Chapter 10 Conceptual Project:

Working in Harmony

In this project, we are going to expand on our earlier work with the harmonic series. In the process, we will meet a famous constant called Euler's constant, also known as the Euler-Mascheroni constant. (This number is not to be confused with $e\approx 2.71828$, the natural base, which is also known as Euler's number.)

1. As in Example 6 of Section 10.2, we let $s_n$ stand for the n^th partial sum of the harmonic series; that is,

   $s_n=1+{\displaystyle \frac{1}{2}}+\cdots +{\displaystyle \frac{1}{n}}$.

   (The partial sum $s_n$ is also called the n^th harmonic number.) For each $n\ge 1$, we define

   $d_n=s_n-lnn$.

   Prove that $d_n>0$ for any positive integer n. (Hint: Refer to the illustration provided for Exercise 65 of Section 10.2, and start by comparing $s_n$ with ${\displaystyle {\int }_1^{n+1}\left({\displaystyle \frac{1}{x}}\right)\mathit{d}x}$.)

2. Prove that $\left\{d_n\right\}$ is a decreasing sequence. (Hint: Referring again to the figure from Exercise 65 of Section 10.2, fix an n and identify a region whose area is $d_n-d_{n+1}$ .)

3. Use an appropriate theorem from the text to show that the sequence $\left\{d_n\right\}$ is convergent. Letting $\gamma =\underset{n\to \infty }{\lim }{d}_n$, this limit is called Euler's constant. It is important in many applications throughout various areas of mathematics, and like other famous constants (including π and e) can be approximated with great precision using modern computing power.
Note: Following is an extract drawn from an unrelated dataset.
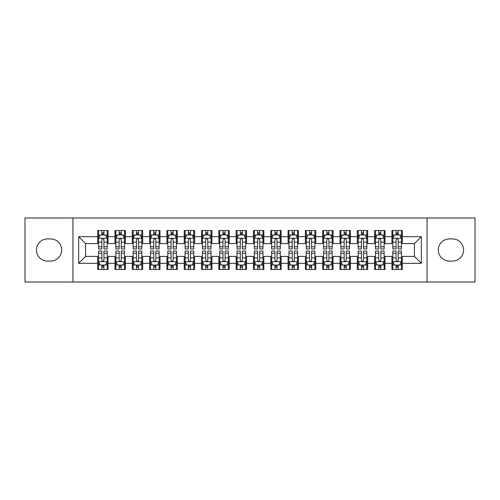<?xml version="1.0" encoding="UTF-8"?>
<svg xmlns="http://www.w3.org/2000/svg" width="500" height="500" viewBox="0 0 500 500"><rect width="100%" height="100%" fill="white"/><g stroke="black" fill="none" stroke-linecap="round" stroke-linejoin="round"><path stroke-width="0.75" d="M427.056 282.019L475 282.019L475 217.981L427.056 217.981L427.056 282.019L72.944 282.019L72.944 217.981L25 217.981L25 282.019L72.944 282.019M427.056 217.981L72.944 217.981M78.656 263.325L78.656 236.675L97.694 236.675L97.694 243.594L85.575 243.594L85.575 256.406L78.656 263.325L97.694 263.325L97.694 269.469L108.075 269.469L108.075 263.325L115 263.325L115 269.469L125.388 269.469L125.388 263.325L132.306 263.325L132.306 269.469L142.694 269.469L142.694 263.325L149.613 263.325L149.613 269.469L160 269.469L160 263.325L166.925 263.325L166.925 269.469L177.306 269.469L177.306 263.325L184.231 263.325L184.231 269.469L194.613 269.469L194.613 263.325L201.537 263.325L201.537 269.469L211.925 269.469L211.925 263.325L218.844 263.325L218.844 269.469L229.231 269.469L229.231 263.325L236.156 263.325L236.156 269.469L246.537 269.469L246.537 263.325L253.463 263.325L253.463 269.469L263.844 269.469L263.844 263.325L270.769 263.325L270.769 269.469L281.156 269.469L281.156 263.325L288.075 263.325L288.075 269.469L298.463 269.469L298.463 263.325L305.387 263.325L305.387 269.469L315.769 269.469L315.769 263.325L322.694 263.325L322.694 269.469L333.075 269.469L333.075 263.325L340 263.325L340 269.469L350.387 269.469L350.387 263.325L357.306 263.325L357.306 269.469L367.694 269.469L367.694 263.325L374.613 263.325L374.613 269.469L385 269.469L385 263.325L391.925 263.325L391.925 269.469L402.306 269.469L402.306 256.406L414.425 256.406L414.425 243.594L402.306 243.594L402.306 236.675L421.344 236.675L421.344 263.325L402.306 263.325M402.306 236.675L402.306 230.531L391.925 230.531L391.925 236.675L385 236.675L385 230.531L374.613 230.531L374.613 236.675L367.694 236.675L367.694 230.531L357.306 230.531L357.306 236.675L350.387 236.675L350.387 230.531L340 230.531L340 236.675L333.075 236.675L333.075 230.531L322.694 230.531L322.694 236.675L315.769 236.675L315.769 230.531L305.387 230.531L305.387 236.675L298.463 236.675L298.463 230.531L288.075 230.531L288.075 236.675L281.156 236.675L281.156 230.531L270.769 230.531L270.769 236.675L263.844 236.675L263.844 230.531L253.463 230.531L253.463 236.675L246.537 236.675L246.537 230.531L236.156 230.531L236.156 236.675L229.231 236.675L229.231 230.531L218.844 230.531L218.844 236.675L211.925 236.675L211.925 230.531L201.537 230.531L201.537 236.675L194.613 236.675L194.613 230.531L184.231 230.531L184.231 236.675L177.306 236.675L177.306 230.531L166.925 230.531L166.925 236.675L160 236.675L160 230.531L149.613 230.531L149.613 236.675L142.694 236.675L142.694 230.531L132.306 230.531L132.306 236.675L125.388 236.675L125.388 230.531L115 230.531L115 236.675L108.075 236.675L108.075 230.531L97.694 230.531L97.694 236.675M385 263.325L385 256.406L391.925 256.406L391.925 263.325M421.344 236.675L414.425 243.594M367.694 263.325L367.694 256.406L374.613 256.406L374.613 263.325M391.925 236.675L391.925 243.594L385 243.594L385 236.675M350.387 263.325L350.387 256.406L357.306 256.406L357.306 263.325M374.613 236.675L374.613 243.594L367.694 243.594L367.694 236.675M333.075 263.325L333.075 256.406L340 256.406L340 263.325M357.306 236.675L357.306 243.594L350.387 243.594L350.387 236.675M315.769 263.325L315.769 256.406L322.694 256.406L322.694 263.325M340 236.675L340 243.594L333.075 243.594L333.075 236.675M298.463 263.325L298.463 256.406L305.387 256.406L305.387 263.325M322.694 236.675L322.694 243.594L315.769 243.594L315.769 236.675M281.156 263.325L281.156 256.406L288.075 256.406L288.075 263.325M305.387 236.675L305.387 243.594L298.463 243.594L298.463 236.675M263.844 263.325L263.844 256.406L270.769 256.406L270.769 263.325M288.075 236.675L288.075 243.594L281.156 243.594L281.156 236.675M246.537 263.325L246.537 256.406L253.463 256.406L253.463 263.325M270.769 236.675L270.769 243.594L263.844 243.594L263.844 236.675M229.231 263.325L229.231 256.406L236.156 256.406L236.156 263.325M253.463 236.675L253.463 243.594L246.537 243.594L246.537 236.675M211.925 263.325L211.925 256.406L218.844 256.406L218.844 263.325M236.156 236.675L236.156 243.594L229.231 243.594L229.231 236.675M194.613 263.325L194.613 256.406L201.537 256.406L201.537 263.325M218.844 236.675L218.844 243.594L211.925 243.594L211.925 236.675M177.306 263.325L177.306 256.406L184.231 256.406L184.231 263.325M201.537 236.675L201.537 243.594L194.613 243.594L194.613 236.675M160 263.325L160 256.406L166.925 256.406L166.925 263.325M184.231 236.675L184.231 243.594L177.306 243.594L177.306 236.675M142.694 263.325L142.694 256.406L149.613 256.406L149.613 263.325M166.925 236.675L166.925 243.594L160 243.594L160 236.675M125.388 263.325L125.388 256.406L132.306 256.406L132.306 263.325M149.613 236.675L149.613 243.594L142.694 243.594L142.694 236.675M108.075 263.325L108.075 256.406L115 256.406L115 263.325M132.306 236.675L132.306 243.594L125.388 243.594L125.388 236.675M85.575 256.406L97.694 256.406L97.694 263.325M115 236.675L115 243.594L108.075 243.594L108.075 236.675M391.925 234.856L392.788 234.856M401.444 234.856L402.306 234.856M374.613 234.856L375.481 234.856M384.137 234.856L385 234.856M357.306 234.856L358.175 234.856M366.825 234.856L367.694 234.856M340 234.856L340.863 234.856M349.519 234.856L350.387 234.856M322.694 234.856L323.556 234.856M332.212 234.856L333.075 234.856M305.387 234.856L306.25 234.856M314.906 234.856L315.769 234.856M288.075 234.856L288.944 234.856M297.594 234.856L298.463 234.856M270.769 234.856L271.637 234.856M280.287 234.856L281.156 234.856M253.463 234.856L254.325 234.856M262.981 234.856L263.844 234.856M236.156 234.856L237.019 234.856M245.675 234.856L246.537 234.856M218.844 234.856L219.713 234.856M228.363 234.856L229.231 234.856M201.537 234.856L202.406 234.856M211.056 234.856L211.925 234.856M184.231 234.856L185.094 234.856M193.75 234.856L194.613 234.856M166.925 234.856L167.787 234.856M176.444 234.856L177.306 234.856M149.613 234.856L150.481 234.856M159.137 234.856L160 234.856M132.306 234.856L133.175 234.856M141.825 234.856L142.694 234.856M115 234.856L115.862 234.856M124.519 234.856L125.388 234.856M97.694 234.856L98.556 234.856M107.212 234.856L108.075 234.856M97.694 265.144L98.556 265.144M107.212 265.144L108.075 265.144M115 265.144L115.862 265.144M124.519 265.144L125.388 265.144M132.306 265.144L133.175 265.144M141.825 265.144L142.694 265.144M149.613 265.144L150.481 265.144M159.137 265.144L160 265.144M166.925 265.144L167.787 265.144M176.444 265.144L177.306 265.144M184.231 265.144L185.094 265.144M193.75 265.144L194.613 265.144M201.537 265.144L202.406 265.144M211.056 265.144L211.925 265.144M218.844 265.144L219.713 265.144M228.363 265.144L229.231 265.144M236.156 265.144L237.019 265.144M245.675 265.144L246.537 265.144M253.463 265.144L254.325 265.144M262.981 265.144L263.844 265.144M270.769 265.144L271.637 265.144M280.287 265.144L281.156 265.144M288.075 265.144L288.944 265.144M297.594 265.144L298.463 265.144M305.387 265.144L306.25 265.144M314.906 265.144L315.769 265.144M322.694 265.144L323.556 265.144M332.212 265.144L333.075 265.144M340 265.144L340.863 265.144M349.519 265.144L350.387 265.144M357.306 265.144L358.175 265.144M366.825 265.144L367.694 265.144M374.613 265.144L375.481 265.144M384.137 265.144L385 265.144M391.925 265.144L392.788 265.144M401.444 265.144L402.306 265.144M78.656 236.675L85.575 243.594M414.425 256.406L421.344 263.325M47.5 238.925A11.075 11.075 0 0 0 36.425 250A11.075 11.075 0 0 0 47.5 261.075L50.613 261.075A11.075 11.075 0 0 0 61.694 250A11.075 11.075 0 0 0 50.613 238.925L47.5 238.925M452.5 261.075A11.075 11.075 0 0 0 463.575 250A11.075 11.075 0 0 0 452.5 238.925L449.387 238.925A11.075 11.075 0 0 0 438.306 250A11.075 11.075 0 0 0 449.387 261.075L452.5 261.075M103.925 232.781L101.844 232.781M107.212 246.794L103.925 246.794L103.925 248.962L107.212 248.962L107.212 238.406L105.481 234.944L100.288 234.944L98.556 238.406L98.556 248.962L101.844 248.962L101.844 246.794L98.556 246.794M98.556 238.406L98.556 230.531M107.212 238.406L107.212 230.531M101.844 234.944L101.844 230.531M103.925 230.531L103.925 234.944M103.925 246.794L103.925 239.7C103.231 238.369 102.537 238.369 101.844 239.7L101.844 246.794M103.925 234.856L101.844 234.856M101.844 267.219L103.925 267.219M98.556 253.206L101.844 253.206L101.844 251.038L98.556 251.038L98.556 261.594L100.288 265.056L105.481 265.056L107.212 261.594L107.212 251.038L103.925 251.038L103.925 253.206L107.212 253.206M107.212 261.594L107.212 269.469M98.556 261.594L98.556 269.469M103.925 265.056L103.925 269.469M101.844 269.469L101.844 265.056M101.844 253.206L101.844 260.3C102.537 261.631 103.231 261.631 103.925 260.3L103.925 253.206M101.844 265.144L103.925 265.144M121.231 232.781L119.156 232.781M124.519 246.794L121.231 246.794L121.231 248.962L124.519 248.962L124.519 238.406L122.788 234.944L117.594 234.944L115.862 238.406L115.862 248.962L119.156 248.962L119.156 246.794L115.862 246.794M115.862 238.406L115.862 230.531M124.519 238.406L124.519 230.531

Surprisingly, however, it is not yet known whether γ is rational or irrational!

4. Use the convergence of $\left\{d_n\right\}$ to prove that the sequence $a_n={\displaystyle \sum _{i=n}^{2n}{\displaystyle \frac{1}{i}}}$ converges and find its limit.

5. Use a computer algebra system to approximate γ, accurate to the first $10$ decimal places.

6. Use the approximate value of γ found in Question 5 to estimate $s_n$, rounded to $5$ decimal places, for a. $n=\mathrm{10,000}$ and b. $n=\mathrm{2,000,000}$. Compare the latter estimate with the answer for Exercise 125b of the Chapter 10 Review.